At the Barn Theater, in Wilde’s play directed by Wesley Cox, with a trompe d’oeil wonderful set designed and painted by Mel Gosage, incredibly well acted by a young cast in the leading roles, especially Ginger Piersol and Jack Gutting, we can see that in order to live a satisfying life a man must change his name from Jack to Ernest to be loved and to be able to exist with a double life, one for the country and another for the city. Judyann Hellrung as Lady Bracknell made the most of the lines questioning basic values that shocked Wilde’s society and still sounding witty, ironic and paradoxical.

When Gustave Flaubert was asked about who was the character of Madame Bovary from the novel of the same title, he said, “Madame Bovary, c’est moi” (I am Madame Bovary). Similarly, one could risk saying that several of the characters in The Importance of Being Earnest stand out as the several personalities of Wilde, the playwright.

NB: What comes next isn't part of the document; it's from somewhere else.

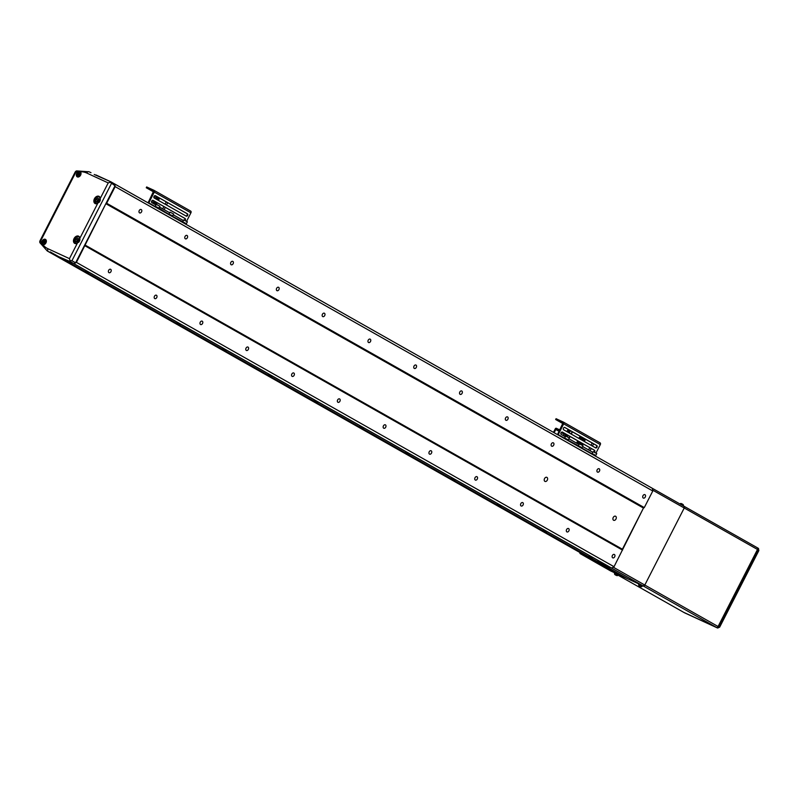 <?xml version="1.0" encoding="UTF-8"?>
<svg xmlns="http://www.w3.org/2000/svg" width="799" height="799" viewBox="0 0 799 799"><rect width="100%" height="100%" fill="white"/><g stroke="black" fill="none" stroke-linecap="round" stroke-linejoin="round"><path stroke-width="1.2" d="M615.979 519.04A2.237 1.578 114.7 0 0 615.54 516.224A2.237 1.578 114.7 0 0 613.233 517.482A2.237 1.578 114.7 0 0 613.672 520.299A2.237 1.578 114.7 0 0 615.979 519.04M547.295 480.149A2.237 1.578 114.7 0 0 546.856 477.343A2.237 1.578 114.7 0 0 544.538 478.601A2.237 1.578 114.7 0 0 544.978 481.407A2.237 1.578 114.7 0 0 547.295 480.149M645.272 497.018A1.868 1.308 114.7 0 0 644.903 494.671A1.868 1.308 114.7 0 0 642.975 495.72A1.868 1.308 114.7 0 0 643.345 498.067A1.868 1.308 114.7 0 0 645.272 497.018M614.681 556.803A1.868 1.308 114.7 0 0 614.311 554.456A1.868 1.308 114.7 0 0 612.384 555.505A1.868 1.308 114.7 0 0 612.753 557.842A1.868 1.308 114.7 0 0 614.681 556.803M599.47 471.09A1.868 1.308 114.7 0 0 599.11 468.753A1.868 1.308 114.7 0 0 597.183 469.802A1.868 1.308 114.7 0 0 597.552 472.139A1.868 1.308 114.7 0 0 599.47 471.09M568.878 530.876A1.868 1.308 114.7 0 0 568.518 528.529A1.868 1.308 114.7 0 0 566.591 529.577A1.868 1.308 114.7 0 0 566.96 531.924A1.868 1.308 114.7 0 0 568.878 530.876M553.677 445.173A1.868 1.308 114.7 0 0 553.317 442.826A1.868 1.308 114.7 0 0 551.39 443.874A1.868 1.308 114.7 0 0 551.759 446.222A1.868 1.308 114.7 0 0 553.677 445.173M523.085 504.948A1.868 1.308 114.7 0 0 522.726 502.611A1.868 1.308 114.7 0 0 520.798 503.66A1.868 1.308 114.7 0 0 521.168 505.997A1.868 1.308 114.7 0 0 523.085 504.948M507.884 419.245A1.868 1.308 114.7 0 0 507.525 416.908A1.868 1.308 114.7 0 0 505.597 417.947A1.868 1.308 114.7 0 0 505.957 420.294A1.868 1.308 114.7 0 0 507.884 419.245M477.293 479.03A1.868 1.308 114.7 0 0 476.933 476.683A1.868 1.308 114.7 0 0 475.006 477.732A1.868 1.308 114.7 0 0 475.375 480.079A1.868 1.308 114.7 0 0 477.293 479.03M462.092 393.328A1.868 1.308 114.7 0 0 461.732 390.981A1.868 1.308 114.7 0 0 459.805 392.029A1.868 1.308 114.7 0 0 460.164 394.376A1.868 1.308 114.7 0 0 462.092 393.328M431.5 453.103A1.868 1.308 114.7 0 0 431.14 450.766A1.868 1.308 114.7 0 0 429.213 451.805A1.868 1.308 114.7 0 0 429.572 454.152A1.868 1.308 114.7 0 0 431.5 453.103M416.299 367.4A1.868 1.308 114.7 0 0 415.939 365.053A1.868 1.308 114.7 0 0 414.012 366.102A1.868 1.308 114.7 0 0 414.371 368.449A1.868 1.308 114.7 0 0 416.299 367.4M385.707 427.185A1.868 1.308 114.7 0 0 385.348 424.838A1.868 1.308 114.7 0 0 383.42 425.887A1.868 1.308 114.7 0 0 383.78 428.234A1.868 1.308 114.7 0 0 385.707 427.185M370.506 341.473A1.868 1.308 114.7 0 0 370.147 339.136A1.868 1.308 114.7 0 0 368.219 340.184A1.868 1.308 114.7 0 0 368.579 342.521A1.868 1.308 114.7 0 0 370.506 341.473M339.915 401.258A1.868 1.308 114.7 0 0 339.555 398.911A1.868 1.308 114.7 0 0 337.627 399.959A1.868 1.308 114.7 0 0 337.987 402.306A1.868 1.308 114.7 0 0 339.915 401.258M324.714 315.555A1.868 1.308 114.7 0 0 324.354 313.208A1.868 1.308 114.7 0 0 322.426 314.257A1.868 1.308 114.7 0 0 322.786 316.604A1.868 1.308 114.7 0 0 324.714 315.555M294.122 375.33A1.868 1.308 114.7 0 0 293.762 372.993A1.868 1.308 114.7 0 0 291.835 374.042A1.868 1.308 114.7 0 0 292.194 376.379A1.868 1.308 114.7 0 0 294.122 375.33M278.921 289.628A1.868 1.308 114.7 0 0 278.551 287.29A1.868 1.308 114.7 0 0 276.634 288.339A1.868 1.308 114.7 0 0 276.993 290.676A1.868 1.308 114.7 0 0 278.921 289.628M248.329 349.413A1.868 1.308 114.7 0 0 247.97 347.066A1.868 1.308 114.7 0 0 246.042 348.114A1.868 1.308 114.7 0 0 246.402 350.461A1.868 1.308 114.7 0 0 248.329 349.413M233.128 263.71A1.868 1.308 114.7 0 0 232.759 261.363A1.868 1.308 114.7 0 0 230.841 262.412A1.868 1.308 114.7 0 0 231.201 264.759A1.868 1.308 114.7 0 0 233.128 263.71M202.537 323.485A1.868 1.308 114.7 0 0 202.167 321.148A1.868 1.308 114.7 0 0 200.249 322.187A1.868 1.308 114.7 0 0 200.609 324.534A1.868 1.308 114.7 0 0 202.537 323.485M187.336 237.782A1.868 1.308 114.7 0 0 186.966 235.435A1.868 1.308 114.7 0 0 185.038 236.484A1.868 1.308 114.7 0 0 185.408 238.831A1.868 1.308 114.7 0 0 187.336 237.782M156.744 297.568A1.868 1.308 114.7 0 0 156.374 295.221A1.868 1.308 114.7 0 0 154.457 296.269A1.868 1.308 114.7 0 0 154.816 298.616A1.868 1.308 114.7 0 0 156.744 297.568M141.543 211.865A1.868 1.308 114.7 0 0 141.173 209.518A1.868 1.308 114.7 0 0 139.246 210.566A1.868 1.308 114.7 0 0 139.615 212.904A1.868 1.308 114.7 0 0 141.543 211.865M110.951 271.64A1.868 1.308 114.7 0 0 110.582 269.293A1.868 1.308 114.7 0 0 108.654 270.342A1.868 1.308 114.7 0 0 109.024 272.689A1.868 1.308 114.7 0 0 110.951 271.64M42.866 244.724A2.986 2.117 -60.5 0 0 45.972 242.816A2.986 2.117 -60.5 0 0 45.483 239.39A2.986 2.117 -60.5 0 0 45.363 239.33A2.986 2.117 -60.5 0 0 42.836 240.06A2.986 2.117 -60.5 0 0 41.658 243.016L42.866 244.724A27.635 19.605 -60.5 0 0 48 248.749L69.453 258.636L70.292 261.623L58.766 256.709L73.947 263.7L76.414 262.372L105.848 203.695L106.666 203.256L115.166 186.646L114.736 183.99L652.354 488.329L652.783 490.995L644.284 507.595L643.465 508.044L614.031 566.711L611.565 568.039L73.228 263.37L610.845 567.709L596.374 561.048L58.766 256.709L73.947 263.7L611.565 568.039L596.374 561.048L627.974 578.935L643.165 585.927L611.565 568.039L613.213 567.16L644.803 585.038L643.165 585.927L610.316 570.796A1.498 1.059 -60.5 0 0 610.376 570.826M76.414 262.372L614.031 566.711M84.914 245.762L622.531 550.111M84.774 244.884L622.391 549.223L643.465 508.044L105.848 203.695M106.666 203.256L644.284 507.595M115.166 186.646L652.783 490.995M98.966 196.304A4.105 2.916 119.5 0 1 99.116 196.384A4.105 2.916 119.5 0 1 100.304 198.342L97.738 203.355A4.105 2.916 119.5 0 1 95.221 203.605A4.105 2.916 119.5 0 1 95.071 203.535A4.105 2.916 119.5 0 1 94.502 198.631A4.105 2.916 119.5 0 1 98.966 196.304M79.91 238.192A4.105 2.916 -60.5 0 0 78.721 236.234A4.105 2.916 -60.5 0 0 78.572 236.154A4.105 2.916 -60.5 0 0 74.107 238.482A4.105 2.916 -60.5 0 0 74.677 243.385A4.105 2.916 -60.5 0 0 74.826 243.465A4.105 2.916 -60.5 0 0 77.343 243.206L97.738 203.355M80.04 171.585L80.24 171.695A2.986 2.117 119.5 0 1 80.529 175.271A2.986 2.117 119.5 0 1 77.323 176.899A2.986 2.117 119.5 0 1 77.203 176.839A2.986 2.117 119.5 0 1 76.364 174.482A2.986 2.117 119.5 0 1 78.072 171.855L80.24 171.695A27.635 19.605 -60.5 0 1 86.741 173.033L108.205 182.911L110.192 182.222L115.026 185.768L114.736 183.99L111.071 181.922L110.192 182.222L111.071 181.922M111.361 183.69L71.93 260.744L70.082 260.604M90.916 172.634L89.138 171.815A2.237 1.578 114.7 0 0 89.059 171.775L76.614 170.906A2.237 1.308 75.6 0 0 75.795 172.294L40.619 241.048A2.237 1.398 155.8 0 0 39.95 242.746L47.231 250.946L50.896 253.023A29.873 21.193 -60.5 0 0 52.015 253.593L54.961 254.541L623.809 576.598L610.616 570.935L604.204 567.31L579.984 553.497L579.814 552.439M70.292 261.623L73.947 263.7L75.595 262.811L115.026 185.768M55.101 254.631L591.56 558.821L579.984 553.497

At the Visalia Ice House, the production of Williams’ The Glass Menagerie reached near professional qualities. Again, the set, the décor, the costumes and the choreography created a suggestive atmosphere that placed us in the American South, showing the reality of that society and the potential of the ideal one with highly emotional and poetic language.

Men cannot exist in a world ruled by the typically castrating wife and mother that we see in the character of Amanda, played rather well by Elizabeth Lamar, despite a too-politically-correct characterization. The father left and Tom, the son, played with total believability by David Payne, must escape, first by leaving the house to go to a bar to drink and to smoke, returning home late, and ultimately by becoming a sailor in order to seek adventures for his future writing. A discerning viewer might be able to see the author in the characters of Tom and Amanda.

In L’Inconnu du lac (The Unknown Man at the Lake), Alain Guiraudi, writer, producer and director, appears in his own film in the scenes at the beach in the lake in his own southern France as one of the men who find a place in the forest to fulfill their sexual desires. Guiraudi seems to say to his audience: This is who I am and this is what male sex is all about, showing it in a variety of settings and sexual practices. This transgressive film might be shown at the Fresno Gay Festival, but in France it is being shown in mainstream theaters.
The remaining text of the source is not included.